The final kind of morphism that is supported is :py:class:`SheafMorphism`, which supports composition by implementing a multiplication operator, but *not* call semantics since sheaf morphisms are *not* functions.  (It is true that they induce functions of various kinds, but PySheaf refrains from demanding that any particular kind of induced maps be computed by default.)

.. py:class:: SheafMorphism

   A sheaf morphism from one sheaf to another consists of lists :py:attr:`destinations` and :py:attr:`maps` which correspond to the :py:attr:`Sheaf.cells` list in the domain sheaf.

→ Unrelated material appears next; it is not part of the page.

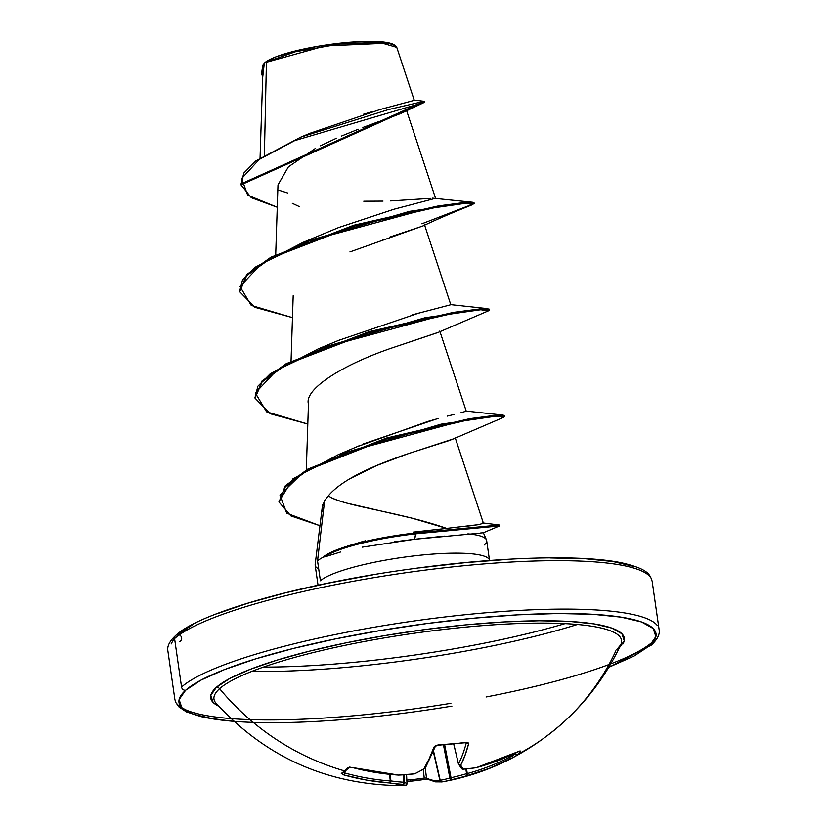 <?xml version="1.0" encoding="UTF-8"?>
<svg xmlns="http://www.w3.org/2000/svg" width="827" height="827" viewBox="0 0 827 827"><rect width="100%" height="100%" fill="white"/><g stroke="black" fill="none" stroke-linecap="round" stroke-linejoin="round"><path stroke-width="1.24" d="M514.218 756.912A244.596 74.368 -118.7 0 0 517.754 754.317A1.83 1.747 -131.7 0 1 515.335 753.562A242.756 73.81 61.3 0 1 511.82 756.136A1.83 1.747 59.1 0 0 514.218 756.912L489.181 768.386L467.296 775.571A244.327 241.288 116.6 0 1 451.687 779.654A244.327 149.749 83.4 0 1 442.218 781.866A244.327 149.749 -96.6 0 0 451.687 779.654L451.035 777.742A242.497 239.479 -63.4 0 0 466.531 773.679L465.89 769.038L466.531 773.679L467.234 773.586A242.776 233.607 63.5 0 0 509.825 757.17L509.205 756.033L509.825 757.17A242.776 233.607 -116.5 0 1 467.234 773.586L466.593 768.965L467.234 773.586L466.531 773.679A242.497 239.479 116.6 0 1 451.035 777.742L444.699 744.858L451.035 777.742L449.857 778.031L443.479 744.941L449.857 778.031L451.035 777.742L451.687 779.654A1.83 1.447 -106.1 0 1 449.857 778.031A1.83 1.447 73.9 0 0 451.687 779.654A244.327 241.288 -63.4 0 0 467.296 775.571L466.531 773.679L467.296 775.571L467.234 773.586L467.296 775.571A244.616 235.375 63.5 0 0 510.218 759.031L509.825 757.17L510.218 759.031L514.218 756.912A1.83 1.747 -120.9 0 1 511.82 756.136A242.756 73.81 -118.7 0 0 515.335 753.562A242.756 73.81 -118.7 0 0 516.12 752.818A242.756 73.81 61.3 0 1 515.335 753.562A1.83 1.747 48.3 0 0 517.754 754.317A244.627 232.47 48.3 0 0 561.543 724.049A244.627 232.47 -131.7 0 1 517.754 754.317A244.596 74.368 61.3 0 1 514.218 756.912M406.925 781.525A244.596 231.395 124.1 0 0 410.202 781.236L410.616 779.768A242.756 229.658 -55.9 0 1 406.843 780.099A242.756 229.658 124.1 0 0 410.616 779.768A242.756 229.658 124.1 0 0 424.261 778.052L423.217 769.503L424.261 778.052A242.756 229.658 -55.9 0 1 410.616 779.768L410.202 781.236A244.596 231.395 -55.9 0 0 423.962 779.51L427.538 779.406M520.876 750.988A244.596 74.368 61.3 0 1 517.754 754.317A244.596 74.368 -118.7 0 0 520.876 750.988A1.83 1.737 -141.7 0 1 519.614 751.133A1.83 1.737 38.3 0 0 520.876 750.988L518.581 751.588L520.876 750.988M620.901 644.429A205.882 36.615 171.8 0 0 450.095 628.706A205.882 36.615 171.8 0 0 219.6 688.684A244.627 232.47 48.3 0 0 344.497 770.888A244.596 41.081 -73 0 0 347.919 767.528L352.23 767.497L375.313 772.397L398.614 775.085A244.327 233.71 -34.5 0 0 414.637 773.824A244.327 142.172 -84.4 0 0 423.962 768.748L429.11 758.928L433.999 747.029L435.509 745.613L438.186 744.941L467.989 742.512L468.62 743.711L464.97 755.496L460.68 765.233A244.327 27.291 75.5 0 0 463.492 769.151A244.327 186.127 61.4 0 0 476.166 767.673L497.844 760.675L518.581 751.588A1.83 0.61 63.4 0 1 518.498 751.65A1.83 0.61 -116.6 0 0 518.581 751.588A244.616 227.787 -143 0 1 476.166 767.673A1.83 0.538 75 0 1 476.052 767.745L463.492 769.151A1.83 1.127 85.7 0 1 463.13 769.265M618.627 648.854L624.23 640.791L621.904 633.771L611.711 628.065L594.065 623.899L569.627 621.439L539.338 620.767L504.377 621.914L466.077 624.83L425.905 629.419L385.413 635.487L346.162 642.806L309.639 651.107L277.272 660.049L250.281 669.312L229.73 678.512L216.385 687.33A3.67 3.484 -131.7 0 1 219.6 688.684A3.67 3.484 48.3 0 0 216.385 687.33L210.782 695.393L213.108 702.412L218.783 706.248A208.962 37.163 -8.2 0 1 216.385 687.33A208.962 37.163 -8.2 0 1 454.561 625.998A208.962 37.163 -8.2 0 1 622.834 644.068M451.914 706.124A240.957 42.849 -8.2 0 1 185.599 690.266A3.67 3.484 -131.7 0 1 181.558 687.03L174.58 638.589A244.627 43.511 -8.2 0 1 423.021 570.382A244.627 43.511 -8.2 0 1 650.187 576.905A244.627 43.511 171.8 0 0 423.021 570.382A244.627 43.511 171.8 0 0 174.58 638.589A3.67 3.484 -131.7 0 1 175.644 635.529A3.67 3.484 48.3 0 0 174.58 638.589L181.558 687.03A244.627 43.511 -8.2 0 1 429.999 618.823A244.627 43.511 -8.2 0 1 657.165 625.346A244.627 43.511 171.8 0 0 429.999 618.823A244.627 43.511 171.8 0 0 181.558 687.03A3.67 3.484 48.3 0 0 185.599 690.266A240.957 42.849 -8.2 0 1 473.509 618.214A240.957 42.849 -8.2 0 1 649.412 645.918A3.67 3.484 48.3 0 0 651.356 645.06A3.67 3.484 -131.7 0 1 649.412 645.918L634.03 656.069L608.724 667.306M394.2 44.854A67.111 11.94 171.8 0 0 329.88 44.431A67.111 11.94 171.8 0 0 264.795 62.728L325.114 45.94L387.491 43.159M391.719 44.1L395.451 45.754L396.805 47.47M328.857 495.177L328.402 495.755C340.414 505.7 398.738 511.551 446.652 528.401L413.366 532.102L446.652 528.401L412.073 518.167L346.885 503.136C337.158 500.387 330.996 497.926 328.402 495.755L324.629 500.624L317.537 560.902A86.628 15.403 -8.2 0 1 324.546 556.499L324.546 556.499A86.628 15.403 171.8 0 0 317.537 560.902L324.629 500.624L322.292 506.879L315.159 564.531M344.228 547.195L363.342 541.344M317.537 560.902L320.4 580.761A86.628 15.403 -8.2 0 1 408.383 556.602A86.628 15.403 -8.2 0 1 488.829 558.918A86.628 15.403 -8.2 0 0 408.383 556.602A86.628 15.403 -8.2 0 0 320.4 580.761L317.537 560.902M486.359 539.669A86.628 15.403 171.8 0 0 467.865 533.87A86.628 15.403 -8.2 0 1 486.431 539.814A86.628 15.403 -8.2 0 1 484.281 544.962M444.306 536.113L414.585 539.266L362.267 547.154M340.497 552.022L324.608 556.943A83.103 14.783 -8.2 0 1 415.95 533.797L414.585 539.266L479.36 533.219M251.79 671.4A244.627 43.511 171.8 0 0 577.422 624.478A244.627 43.511 -8.2 0 1 251.79 671.4M652.42 642A244.627 43.511 -8.2 0 1 486.069 696.996M450.891 703.301A244.627 43.511 -8.2 0 1 176.813 703.684A244.627 43.511 171.8 0 0 358.815 715.283M261.704 73.758L262.759 65.095L264.123 63.534L261.704 73.758L262.707 77.19L264.309 63.359L262.965 69.137L260.06 157.905M403.545 112.214L401.291 113.258M399.493 114.012L389.775 117.672M386.54 118.84L381.547 120.628M378.084 121.869L362.867 127.472M358.225 129.25L341.551 136.021M336.527 138.202L320.462 145.81M315.232 148.56L288.406 166.837L277.996 184.886L275.711 254.654M423.166 225.854L349.935 251.925M438.527 332.268L395.43 346.792M453.641 438.806L449.278 440.533M448.42 440.832L408.765 453.454L376.461 465.632L349.645 478.854M446.652 528.401L478.947 524.576L483.402 523.212L455.119 437.493M356.644 446.88L359.187 445.743M363.28 443.954L435.87 419.165M447.283 416.126L454.054 414.461M460.484 412.89L466.232 411.153L439.788 331.069M339.111 340.217L419.144 312.988M450.829 304.843L424.447 224.644M264.392 155.083L266.428 62.035L264.392 155.083M363.363 114.291L372.243 111.707M262.697 65.25L262.293 66.305M414.234 100.222L396.774 47.377L379.366 42.311L339.752 44.007L295.539 51.719L266.428 62.035M261.642 73.314L262.759 65.095L264.216 63.452M292.272 203.297L299.488 206.678M421.904 223.797L474.15 203.628L464.702 203.37L438.403 206.822L353.822 226.153L271.049 258.096L246.766 275.515L239.696 291.724L254.881 307.313L292.479 317.63L251.253 305.411L240.006 286.576L261.435 263.803L309.37 240.864L427.797 208.673L465.456 203.318L472.879 204.507C452.834 212.477 436.139 219.651 422.793 226.04L389.383 237.204M241.008 184.897L240.874 184.007L424.344 101.37L424.478 102.259L241.008 184.897L251.325 197.715L277.262 207.257L247.676 195.172L241.68 178.539L259.161 159.497L294.681 140.621L424.344 102.362L403.431 112.276M413.603 100.005L424.137 101.297L388.514 109.567L300.728 137.148L309.846 133.323L379.986 109.546L414.151 100.377M300.728 137.148L255.874 160.914L243.841 173.039L240.946 184.452M463.864 203.442L460.453 202.863L463.864 203.442M430.381 198.387L390.623 200.92M383.004 201.116L363.766 201.219M287.775 193.032L278.854 190.189M315.852 566.805A86.628 15.403 171.8 0 0 318.674 568.821M483.092 532.784L480.435 533.012M477.282 533.229L474.129 533.436M174.549 637.741L171.127 643.985M633.43 566.34L613.076 561.543L584.896 558.701L549.986 557.925M509.67 559.248L465.498 562.618L419.186 567.901M372.491 574.899L327.223 583.345L285.119 592.907L247.79 603.224L216.674 613.903M192.97 624.519L177.588 634.671M175.644 635.529A3.67 3.484 -131.7 0 1 181.041 636.356A3.67 3.484 -131.7 0 1 179.655 641.556M263.441 667.089A240.957 42.849 171.8 0 0 565.017 623.63M323.192 512.823L322.21 508.801M322.272 506.992L322.737 504.77M328.402 495.755C344.962 476.032 385.537 461.652 405.023 454.726L453.475 438.879L503.55 417.356L496.769 416.115L460.939 421.119L347.888 451.852L302.062 473.489L279.95 495.011L286.711 513.185L319.966 525.714L290.918 515.903L279.019 502.082L285.429 486.669L307.913 470.005L386.488 438.961L469.767 419.558L495.569 416.208L504.821 416.477L503.529 417.366M308.75 404.961C302.258 389.61 344.218 363.663 395.451 346.792L438.145 332.454L488.209 310.931L480.797 309.743L443.138 315.097L324.711 347.278L276.766 370.227L255.336 393.001L266.594 411.836L307.809 424.044L270.212 413.738L255.036 398.149L262.107 381.929L286.39 364.521L369.162 332.578L453.744 313.247L480.032 309.794L489.481 310.053L488.199 310.942M382.415 239.572L383.418 239.23M486.452 539.855L483.361 532.743L499.498 525.951L415.95 533.797L499.57 525.91L499.436 525.021L415.826 532.908L415.95 533.797A83.103 14.783 171.8 0 0 324.608 556.943M474.15 203.628L474.026 202.749L464.567 202.491L438.279 205.933L353.698 225.264L270.925 257.207L246.642 274.626L239.696 291.724M489.481 310.053L489.357 309.174L479.908 308.916L453.609 312.358L369.028 331.689L286.266 363.632L261.983 381.051L255.036 398.149M504.821 416.477L504.697 415.599L495.435 415.319L469.643 418.679L386.364 438.083L307.778 469.126L285.305 485.78L279.019 502.082M432.604 198.16L472.558 202.264L473.509 203.277M435.56 198.294L394.014 209.231L338.656 227.549L303.002 242.404L409.613 211.34L472.558 202.264M450.891 304.708L412.632 314.746M465.312 410.988L503.229 415.113L504.191 416.115M438.279 418.493L427.972 421.419L357.006 446.714L338.212 454.716L441.049 424.168L503.229 415.113M479.05 524.556L471.886 525.59M471.039 525.693L466.955 526.179M394.107 541.85L414.585 539.266L415.826 532.908L413.366 532.102L415.826 532.908L499.374 525L482.72 522.902M278.968 501.638L292.954 478.812L338.212 454.716M254.974 397.704L257.89 386.199L270.233 373.804L318.343 348.818L424.954 317.764L487.899 308.688L488.85 309.691M239.644 291.28L242.549 279.774L254.892 267.379L303.002 242.404M415.826 532.908A83.103 14.783 171.8 0 0 324.277 556.199A83.103 14.783 -8.2 0 1 341.592 548.115A83.103 14.783 -8.2 0 1 415.826 532.908M365.358 540.817L347.164 546.182M264.309 63.359L263.596 64.02M395.027 45.526L386.085 42.363L368.511 41.35L344.983 42.653L319.077 46.074L294.743 51.098L275.68 56.939L264.795 62.728M233.845 721.33L213.924 719.045L193.57 714.249L181.826 707.674L179.128 699.58L185.599 690.266L200.982 680.114L224.686 669.498L255.801 658.819L293.13 648.502L335.235 638.94L380.503 630.494L427.197 623.496L473.509 618.214L517.681 614.843L557.998 613.52L592.907 614.296L621.087 617.138L641.442 621.935L653.185 628.51L655.873 636.604L649.412 645.918M621.532 642.145A205.882 36.615 171.8 0 0 444.099 629.388A205.882 36.615 171.8 0 0 219.6 688.684A205.882 36.615 171.8 0 0 216.24 703.415M615.888 650.787A244.627 232.47 -131.7 0 1 561.543 724.049M616.694 649.691L620.746 644.771C606.563 674.977 586.943 701.296 561.895 723.728C526.644 754.462 486.762 773.845 442.238 781.866A244.327 149.749 -96.6 0 1 441.949 781.918A1.83 1.768 -99.7 0 1 439.892 780.43A1.83 1.768 80.3 0 0 441.949 781.918A1.83 1.447 -100 0 1 440.191 780.274A242.497 148.622 -96.6 0 0 449.857 778.031A242.497 148.622 83.4 0 1 440.191 780.274L433.338 751.609L439.892 780.43A242.776 65.54 79.4 0 1 426.494 778.031L425.274 768.097L426.494 778.031A242.776 65.54 -100.6 0 0 439.892 780.43L433.555 751.081L440.191 780.274A1.83 1.447 80 0 0 441.949 781.918L435.384 781.856L428.448 779.499M215.95 703.105L215.95 703.105C266.16 757.77 328.484 785.278 402.925 785.65L405.24 785.423A244.327 34.858 -94.6 0 1 402.832 784.327A244.327 193.694 -103.3 0 1 389.755 782.983L366.65 780.109L343.867 774.94L341.272 773.462A244.596 41.081 -73 0 0 344.497 770.888A244.627 232.47 -131.7 0 1 219.6 688.684M511.262 755.113L511.82 756.136L509.825 757.17L511.82 756.136L511.262 755.113M458.437 763.941L453.723 744.083L458.478 763.879A242.776 65.54 -100.6 0 0 466.345 742.584A242.776 65.54 79.4 0 1 458.478 763.879L453.775 744.083L458.458 764.003L461.569 768.572A1.83 1.768 -38.4 0 0 463.492 769.151L461.249 767.89M352.054 767.446L347.919 767.528A1.83 1.716 43.3 0 0 349.376 767.322A1.83 1.716 -136.7 0 1 347.919 767.528A244.596 41.081 107 0 1 344.497 770.888A244.596 41.081 107 0 1 341.272 773.462A1.83 1.768 55.1 0 0 342.75 773.224L342.75 773.224A1.83 1.768 -124.9 0 1 341.272 773.462L343.867 774.94L344.725 772.966L343.867 774.94A244.616 235.375 63.5 0 0 389.755 782.983L390.272 780.946L389.755 782.983A1.83 1.065 -81.8 0 0 390.913 780.915A1.83 1.065 98.2 0 1 389.755 782.983A244.327 193.694 76.7 0 0 402.832 784.327A1.83 1.085 -86.5 0 0 403.896 782.249A1.83 1.085 93.5 0 1 402.832 784.327A1.83 1.809 -56.2 0 0 404.62 782.363A1.83 1.809 123.8 0 1 402.832 784.327A244.327 34.858 85.4 0 0 405.24 785.423A1.83 1.778 79.8 0 0 405.54 785.392L405.54 785.392A1.83 1.778 -100.2 0 1 405.24 785.423A1.83 1.809 -76.8 0 0 407.008 783.448A242.497 34.6 -94.6 0 1 404.62 782.363L404.155 774.847L404.62 782.363L403.896 782.249A242.497 192.246 -103.3 0 1 390.913 780.915L390.241 774.465L390.913 780.915L390.272 780.946A242.776 233.607 -116.5 0 1 344.725 772.966L345.159 771.374L344.725 772.966A242.776 233.607 63.5 0 0 390.272 780.946L389.589 774.403L390.272 780.946L390.913 780.915A242.497 192.246 76.7 0 0 403.896 782.249L403.452 774.899L403.896 782.249L404.62 782.363A242.497 34.6 85.4 0 0 407.008 783.448L406.543 774.672L407.008 783.448A1.83 1.809 103.2 0 1 405.24 785.423A244.616 58.459 89.6 0 1 402.935 785.65A244.616 58.459 89.6 0 1 395.316 783.686M426.494 778.031L424.261 778.052L426.494 778.031A1.83 1.726 116.3 0 0 427.404 779.344A1.83 1.726 -63.7 0 1 426.494 778.031M466.366 742.243L465.498 742.615A1.83 0.527 81.6 0 1 465.188 742.388M344.725 772.966L343.432 772.242L344.725 772.966M424.137 779.479L427.311 779.303M410.378 781.215A244.596 231.395 124.1 0 0 423.962 779.51M402.935 785.65L405.519 785.402A1.83 1.778 79.8 0 0 406.336 785.009M407.008 783.541L406.564 774.672M475.566 767.766A1.83 1.147 -99 0 0 475.856 767.787A1.83 1.147 -99 0 0 476.166 767.673A244.327 186.127 -118.6 0 1 463.492 769.151A244.327 27.291 -104.5 0 1 460.68 765.233A1.83 1.737 146.5 0 1 458.458 764.003L460.68 765.233L458.458 764.003M462.862 769.224L461.569 768.572M458.478 763.879A1.83 1.675 27.9 0 0 460.68 765.233A244.616 66.036 -100.6 0 0 468.62 743.711A1.83 1.53 -165.5 0 1 466.387 742.584A1.83 1.53 14.5 0 0 468.62 743.711L465.725 742.305A1.83 0.527 81.6 0 1 465.487 742.615A1.83 0.527 -98.4 0 0 465.725 742.305A244.596 198.098 -164.1 0 1 438.186 744.941L433.999 747.029A1.83 1.499 20.1 0 0 435.436 746.161A1.83 1.499 -159.9 0 1 433.999 747.029A244.616 58.459 89.6 0 1 423.962 768.748A1.83 1.664 31.1 0 0 425.347 767.994L424.964 768.417M352.23 767.497L398.614 775.085A244.616 227.787 -143 0 1 352.23 767.497M398.614 775.085L414.637 773.824A244.327 233.71 145.5 0 1 398.614 775.085M425.564 767.022L423.962 768.748L424.727 768.603L414.637 773.824A1.83 1.406 64.1 0 0 415.34 773.71A1.83 1.406 -115.9 0 1 414.637 773.824A244.327 142.172 95.6 0 0 423.962 768.748A1.83 1.365 -121.1 0 0 424.747 768.603M424.055 779.53L406.925 781.556M608.6 667.513L651.335 645.081C657.434 639.385 660.029 634.237 659.109 629.626L652.131 581.185C650.001 574.672 648.389 569.183 623.041 563.125C583.397 554.276 498.081 556.695 410.109 569.069C301.255 583.903 199.431 612.704 175.665 635.508C169.566 641.204 166.971 646.352 167.891 650.963L174.869 699.404L175.686 702.299L178.839 706.816L186.426 711.902L203.959 717.464L234.02 721.485M395.451 45.754L394.407 44.999M315.17 565.286L318.033 585.206M489.522 560.499L486.658 540.579M406.305 109.712L435.56 198.315M293.192 295.684L291.052 361.079M308.523 402.108L306.31 469.963M450.56 304.615L487.899 308.688M340.569 339.577L318.343 348.818M345.469 546.761L341.044 548.311M263.741 63.834L263.079 64.682M427.414 779.354L442.238 781.866M476.063 767.745L519.873 750.988M405.519 785.402L407.029 783.5M458.437 763.972L458.685 764.562M342.75 773.224L349.645 767.094L352.116 767.57M465.498 742.615L437.969 745.241L435.457 746.109L425.357 767.983"/></g></svg>

   .. py:attribute:: destinations

      List of indices into the codomain sheaf's :py:attr:`Sheaf.cells` list for each component map of the sheaf morphism.  Entries correspond to the :py:attr:`Sheaf.cells` list in the domain sheaf.

   .. py:attribute:: maps

      List of component maps (each of which may be any morphism class, like :py:class:`SetMorphism`, :py:class:`LinearMorphism`, or even :py:class:`SetMorphism`) corresponding to the :py:attr:`Sheaf.cells` list in the domain sheaf.
	 
Constructing :py:class:`Sheaf` instances
----------------------------------------

:py:class:`Sheaf` objects are constructed in essentially the same way as :py:class:`CellComplex` objects.  Determining the indices for the :py:attr:`Sheaf.cells` list is crucial, as each :py:attr:`SheafCoface.index` will refer into it.  Changes to the base space -- the inherited structure from :py:class:`CellComplex` -- are not easy and will generally involve many updates.  Additionally, each :py:attr:`SheafCoface.restriction` ought to be known beforehand, though these can be changed at run time if needed.